# "Irodiada" accent



## metaphrastes

Salut!

How should be stressed the biblical name "Irodiada"? It is the name of the wife of King Herodes Antipas (Irod Antipas), and it appears six times throughout the New Testament. If one follows the Greek, the stress would be "I-ro-di-á-da", but I am not sure if Romanian would follow Greek stressing so closely.

In the case the first "a" is actually stressed, for my work it makes difference if it will be spelled as a separate syllable - "I-ro-di-á-da", as above - or making a diptongue with the previous "i" - that is, "I-ro-diá-da", as it commonly happens in Romanian phonetics.
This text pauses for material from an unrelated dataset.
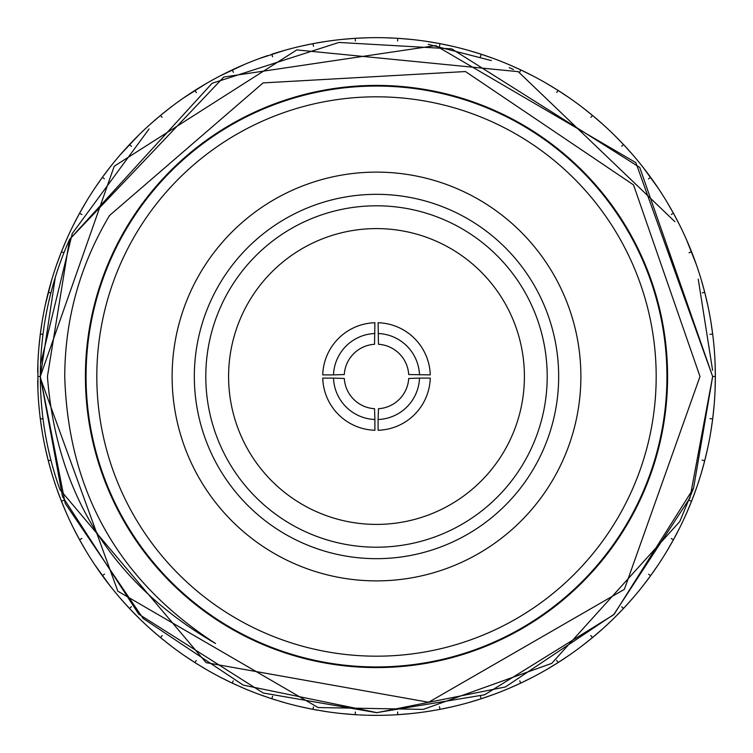 <?xml version="1.0" encoding="UTF-8"?>
<svg xmlns="http://www.w3.org/2000/svg" width="753" height="753" viewBox="0 0 753 753"><rect width="100%" height="100%" fill="white"/><g stroke="black" fill="none" stroke-linecap="round" stroke-linejoin="round"><path stroke-width="1.13" d="M367.586 37.763L367.888 37.763A338.85 338.85 0 0 1 385.112 37.763L397.029 38.271M325.202 41.556L325.475 41.519A338.85 338.85 0 0 1 342.596 39.354L350.474 38.648M283.627 50.62L283.909 50.545A338.85 338.85 0 0 1 300.607 46.262L312.269 43.796M243.793 64.72L243.765 64.73A338.85 338.85 0 0 1 259.813 58.376L267.268 55.741M205.757 83.809L205.738 83.828A338.85 338.85 0 0 1 220.864 75.507L227.933 71.959M170.423 107.519L170.404 107.528A338.85 338.85 0 0 1 184.363 97.391L190.933 92.977M138.317 135.484L138.336 135.465A338.85 338.85 0 0 1 150.901 123.671L159.928 115.887M109.985 167.241L110.004 167.222A338.85 338.85 0 0 1 120.988 153.941L123.596 150.977M85.861 202.293L85.88 202.265A338.85 338.85 0 0 1 95.113 187.723L101.928 177.934M66.32 240.094L66.33 240.066A338.85 338.85 0 0 1 73.672 224.479L77.295 217.448M51.675 280.022L51.665 280.041A338.85 338.85 0 0 1 57.002 263.625L59.722 256.199M42.14 321.512L42.149 321.493A338.85 338.85 0 0 1 45.378 304.56L47.147 296.851M37.885 363.831L37.885 363.859A338.85 338.85 0 0 1 38.968 346.634L39.758 338.756M39.344 410.3L38.968 406.366A338.85 338.85 0 0 1 37.885 389.169L37.688 381.263M46.234 452.289L45.378 448.44A338.85 338.85 0 0 1 42.149 431.507L40.417 419.713M58.339 493.083L57.002 489.375A338.85 338.85 0 0 1 51.675 472.978L48.484 461.495M73.681 528.55L73.672 528.521A338.85 338.85 0 0 1 66.33 512.934L63.233 505.649M95.123 565.305L95.113 565.277A338.85 338.85 0 0 1 85.88 550.735L81.889 543.901M120.988 599.059L121.007 599.077A338.85 338.85 0 0 1 110.004 585.778L105.194 579.499M159.928 637.113L150.901 629.329A338.85 338.85 0 0 1 138.336 617.535L138.317 617.516M188.259 658.254L184.363 655.609A338.85 338.85 0 0 1 170.423 645.481L170.423 645.481M227.933 681.041L220.864 677.493A338.85 338.85 0 0 1 205.757 669.191L205.757 669.191M264.247 696.214L259.813 694.624A338.85 338.85 0 0 1 243.793 688.28L240.169 686.717M308.335 708.422L300.607 706.738A338.85 338.85 0 0 1 283.909 702.455L280.125 701.354M342.596 713.646L342.615 713.656A338.85 338.85 0 0 1 325.494 711.491L321.597 710.87M389.056 715.115L385.112 715.237A338.85 338.85 0 0 1 367.888 715.237L368.546 715.256M524.408 376.5A147.908 147.908 0 0 0 376.5 228.592A147.908 147.908 0 0 0 228.592 376.5A147.908 147.908 0 0 0 376.5 524.408A147.908 147.908 0 0 0 524.408 376.5M96.817 376.5A279.683 279.683 0 0 0 376.5 656.183A279.683 279.683 0 0 0 656.183 376.5A279.683 279.683 0 0 0 376.5 96.817A279.683 279.683 0 0 0 96.817 376.5M666.942 376.5A290.442 290.442 0 0 1 376.5 666.942A290.442 290.442 0 0 1 86.058 376.5A290.442 290.442 0 0 1 376.5 86.058A290.442 290.442 0 0 1 666.942 376.5M172.117 376.5A204.383 204.383 0 0 1 376.5 172.117A204.383 204.383 0 0 1 580.883 376.5A204.383 204.383 0 0 1 376.5 580.883A204.383 204.383 0 0 1 172.117 376.5M558.67 376.5A182.17 182.17 0 0 0 376.5 194.33A182.17 182.17 0 0 0 194.33 376.5A182.17 182.17 0 0 0 376.5 558.67A182.17 182.17 0 0 0 558.67 376.5M547.205 376.5A170.705 170.705 0 0 0 376.5 205.795A170.705 170.705 0 0 0 205.795 376.5A170.705 170.705 0 0 0 376.5 547.205A170.705 170.705 0 0 0 547.205 376.5M38.883 376.5L40.342 376.5A336.158 336.158 0 0 0 59.929 489.582L206.087 662.649L428.626 702.257L624.369 589.364L699.998 376.5L633.537 184.909L465.467 71.544L263.108 82.905L109.514 215.518C79.912 265.263 64.984 318.924 64.739 376.5C68.25 491.7 118.503 580.695 215.518 643.486C112.63 583.726 56.597 494.73 47.439 376.5L69.577 239.388L223.801 77.022L435.658 45.585L635.852 162.629L712.658 376.5L693.56 488.208L614.213 614.184L505.357 686.981L376.999 712.658L243.219 685.108L143.126 618.458L65.21 503.409L40.342 376.5A336.158 336.158 0 0 1 69.577 239.388L212.111 83.272L338.916 42.45L451.772 48.879L639.721 167.401L712.658 376.5L689.974 497.912L613.61 614.796L484.621 694.793L376.585 712.658L263.277 693.014L138.693 614.1L62.537 496.622L40.342 376.5L55.298 277.339M693.466 488.462L679.959 521.132M679.78 521.509L551.742 663.374L423.308 709.382L318.095 707.547L117.826 591.19L40.342 377.931M40.568 364.104L72.232 233.581L149.085 128.942M428.278 44.352L491.445 60.598M509.216 67.648L513.48 69.511M40.342 376.368L114.221 166.234L296.804 49.924L518.205 71.657L674.867 221.636M698.238 279.09L712.602 370.335M85.409 376.5A291.091 291.091 0 0 0 376.5 667.591A291.091 291.091 0 0 0 667.591 376.5A291.091 291.091 0 0 0 376.5 85.409A291.091 291.091 0 0 0 85.409 376.5M384.454 715.256L389.828 715.086M284.549 50.366L259.192 58.602M243.69 64.758L235.783 68.25M231.548 70.217L228.611 71.629M239.689 66.499L232.903 69.577M194.425 90.727L191.855 92.374M191.638 92.515L187.77 95.076M186.791 95.735L186.029 96.252M185.775 96.422L184.739 97.128M205.39 84.025L204.289 84.675M204.025 84.825L203.235 85.296M205.673 83.865L198.255 88.317M198.039 88.449L195.451 90.078M162.074 117.308L160.511 115.416L150.402 124.113M271.786 54.235L272.548 56.579M244.396 64.457L220.271 75.818M194.302 90.802L191.563 92.572M202.228 85.898L195.573 89.993M160.21 115.661L153.725 121.177M153.527 121.346L153.038 121.77M152.172 122.541L151.24 123.36M170.084 107.783L168.098 109.317M170.338 107.585L160.803 115.162M232.225 69.897L233.374 72.335M206.331 83.479L183.817 97.768M166.893 110.258L161.086 114.936M129.224 144.821L123.483 151.108M122.927 151.739L122.315 152.426M122.108 152.661L121.289 153.593M138.034 135.766L137.121 136.669M136.905 136.886L136.255 137.535M135.672 138.128L129.751 144.256M104.356 178.772L102.361 177.332L94.737 188.269M194.933 90.398L196.373 92.666M170.95 107.114L160.511 115.416M138.26 135.54L135.003 138.806M128.979 145.094L123.699 150.864M135.173 138.627L130.005 143.992M102.003 177.821L100.224 180.306M99.876 180.805L97.429 184.306M96.751 185.285L96.233 186.047M96.064 186.302L95.367 187.337M109.722 167.58L108.959 168.559M108.761 168.804L108.206 169.529M107.481 170.479L104.686 174.169M104.535 174.376L102.728 176.833M81.719 214.445L79.564 213.259L73.37 225.062M138.806 135.003L120.555 154.44M109.938 167.298L107.124 170.94M107.265 170.752L105.194 173.501M104.742 174.103L102.803 176.72M79.272 213.796L77.813 216.478M77.691 216.704L79.206 213.918M77.531 217.015L75.535 220.798M74.999 221.862L74.575 222.681M74.434 222.954L73.86 224.093M85.635 202.661L85.004 203.734M84.844 203.997L84.374 204.788M83.479 206.331L81.644 209.522M79.931 212.6L81.475 209.833M81.343 210.059L79.856 212.722M63.732 252.669L61.445 251.766L56.786 264.256M129.488 144.538L131.446 146.383M110.409 166.695L102.361 177.332M85.823 202.359L83.865 205.663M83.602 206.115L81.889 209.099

My guess would be the last one, but in lack of sources, I am at loss.

Thanks a lot, mulţumesc!


----------



## irinet

metaphrastes said:


> How should be stressed the biblical name "Irodiada"? It is the name of the wife of King Herodes Antipas (Irod Antipas), and it appears six times throughout the New Testament. If one follows the Greek, the stress would be "I-ro-di-á-da", but I am not sure if Romanian would follow Greek stressing so closely.


Olá!
If we think of two other collective suffixes from Romanian than can be splitted in 2 like, '-ți-e' in 'porție', 'rație' (ra-ți-e), and in 3 like '-ți-u-ne' in 'națiune' (na-ți-u-ne), 'porțiune', _then we can split 'I-ro-di-á-da' in 5 syllables._ We also have 'o-lim-pi-á-da', 'bal-ca-ni-á-da'. But also 'ple-iá-dă' which looks different.

De nada,


----------



## metaphrastes

Mulțumesc foarte mult, Irinet!

The examples you gave are indeed helpful, mostly "olimpiáda" and "balcaniáda" too, which seems to be coined after the former.
Then, if you says it "sounds" Romanian enough, I will follow your suggestion. Mulțumesc.


----------



## farscape

This is the correct form: "I-ro-di-á-da".

f.


----------



## metaphrastes

farscape said:


> This is the correct form: "I-ro-di-á-da".



Mulțumesc.


----------